Copy every line of the following data that includes the string "pptx".

START INPUT

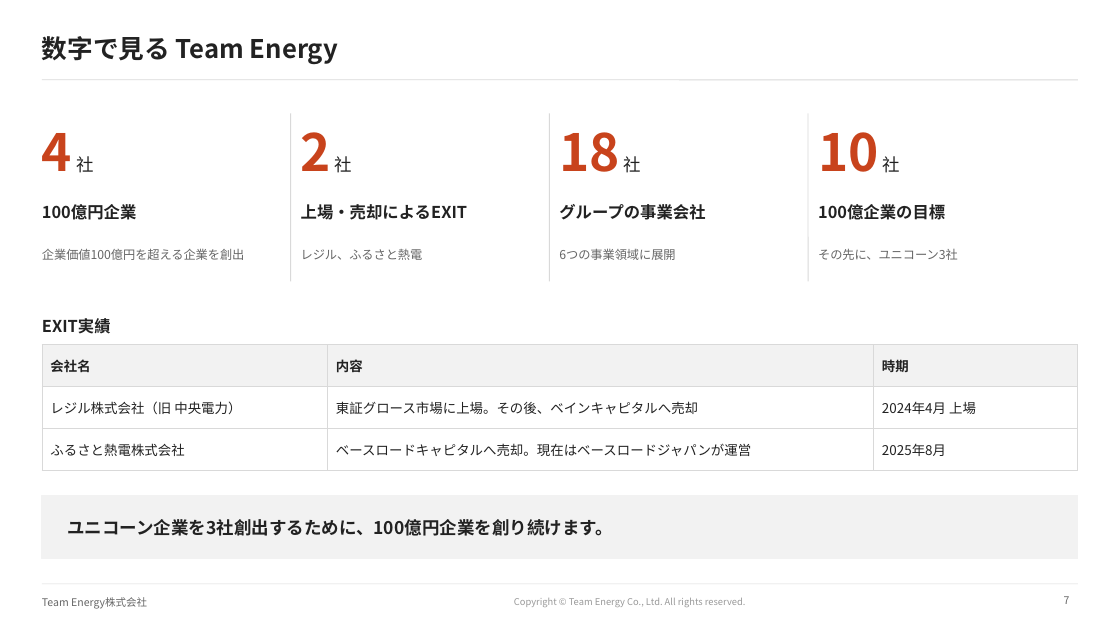
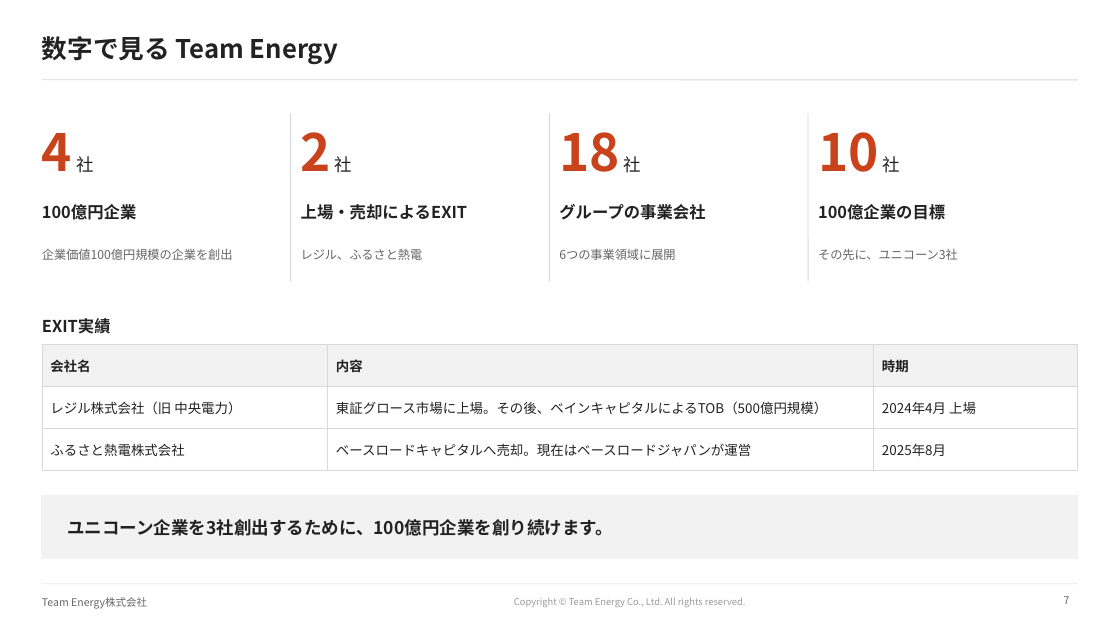
Before and after one commit to ttomoi-afk/desktop-tutorial, a slide deck: slide 7 of teamenergy/docs/TeamEnergy_会社紹介資料.pptx. Drawn at 1120x630 pixels with LibreOffice and Linux fonts; fonts in the diff are those of the drawing; background and template pictures are left out. Boxes give left, top, right and bottom in pixels: in the first picture for what was removed or moved away, otherwise in the second. Text is boxed around its words. In the diff, an @@ line names an element or a change of style, - is before the commit and + after.

```diff
--- a/teamenergy/docs/TeamEnergy_会社紹介資料.pptx
+++ b/teamenergy/docs/TeamEnergy_会社紹介資料.pptx
@@ text at [42, 249, 233, 260]: text changed @@
-企業価値100億円を超える企業を創出
+企業価値100億円規模の企業を創出
@@ table at [42, 344, 1078, 460] @@
-row 2, column 2: 東証グロース市場に上場。その後、ベインキャピタルへ売却
+row 2, column 2: 東証グロース市場に上場。その後、ベインキャピタルによるTOB（500億円規模）
```
Also in this commit, not shown: 3 other slides changed, 3 other files.

END INPUT

RESPONSE:
Before and after one commit to ttomoi-afk/desktop-tutorial, a slide deck: slide 7 of teamenergy/docs/TeamEnergy_会社紹介資料.pptx. Drawn at 1120x630 pixels with LibreOffice and Linux fonts; fonts in the diff are those of the drawing; background and template pictures are left out. Boxes give left, top, right and bottom in pixels: in the first picture for what was removed or moved away, otherwise in the second. Text is boxed around its words. In the diff, an @@ line names an element or a change of style, - is before the commit and + after.
--- a/teamenergy/docs/TeamEnergy_会社紹介資料.pptx
+++ b/teamenergy/docs/TeamEnergy_会社紹介資料.pptx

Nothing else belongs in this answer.